Which lines of the entries contain the word "сохраняем"? Please list them.

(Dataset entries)
▶

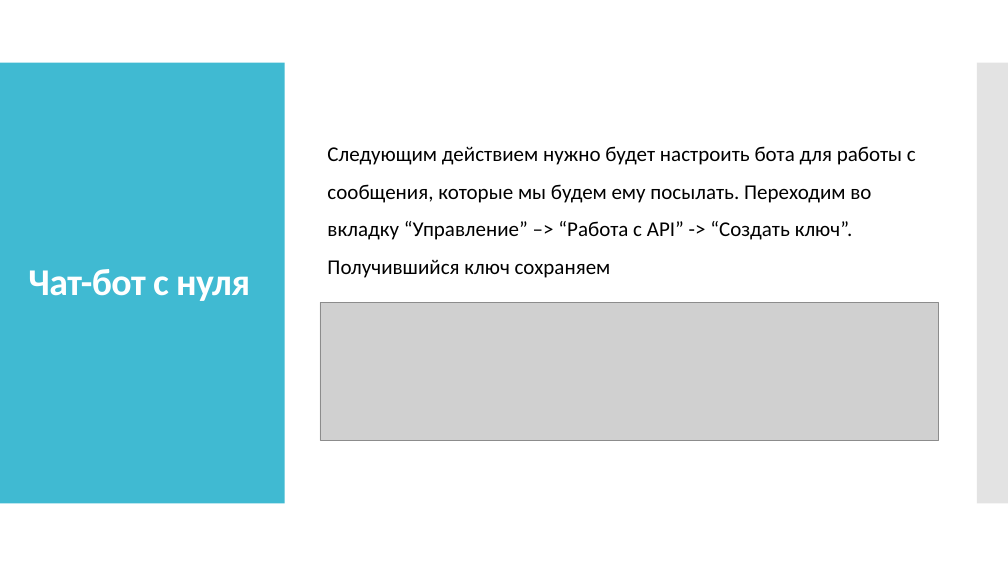
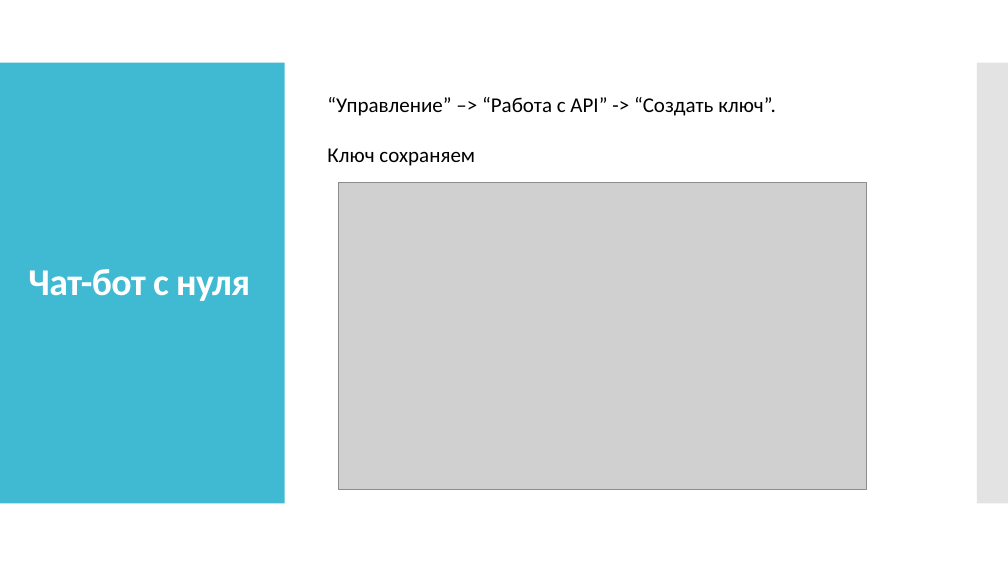
Before and after one commit to Gred1/BotProject, a slide deck: slide 10 of Создание бота, как искусственного интеллекта посредством языка.pptx. Drawn at 1008x567 pixels with LibreOffice and Linux fonts; fonts in the diff are those of the drawing; grey boxes stand for pictures. Boxes give left, top, right and bottom in pixels: in the first picture for what was removed or moved away, otherwise in the second. Text is boxed around its words. In the diff, an @@ line names an element or a change of style, - is before the commit and + after.

```diff
--- a/Создание бота, как искусственного интеллекта посредством языка.pptx
+++ b/Создание бота, как искусственного интеллекта посредством языка.pptx
@@ text at box(327, 97, 776, 166): text changed @@
-Следующим действием нужно будет настроить бота для работы с сообщения, которые мы будем ему посылать. Переходим во вкладку “Управление” –> “Работа с API” -> “Создать ключ”. Получившийся ключ сохраняем
+“Управление” –> “Работа с API” -> “Создать ключ”.
+Ключ сохраняем
@@ picture added at box(338, 182, 867, 489) @@
@@ picture removed at box(320, 302, 938, 441) @@
```
Also in this commit, not shown: 6 other slides changed.

◀

Result
-Следующим действием нужно будет настроить бота для работы с сообщения, которые мы будем ему посылать. Переходим во вкладку “Управление” –> “Работа с API” -> “Создать ключ”. Получившийся ключ сохраняем
+Ключ сохраняем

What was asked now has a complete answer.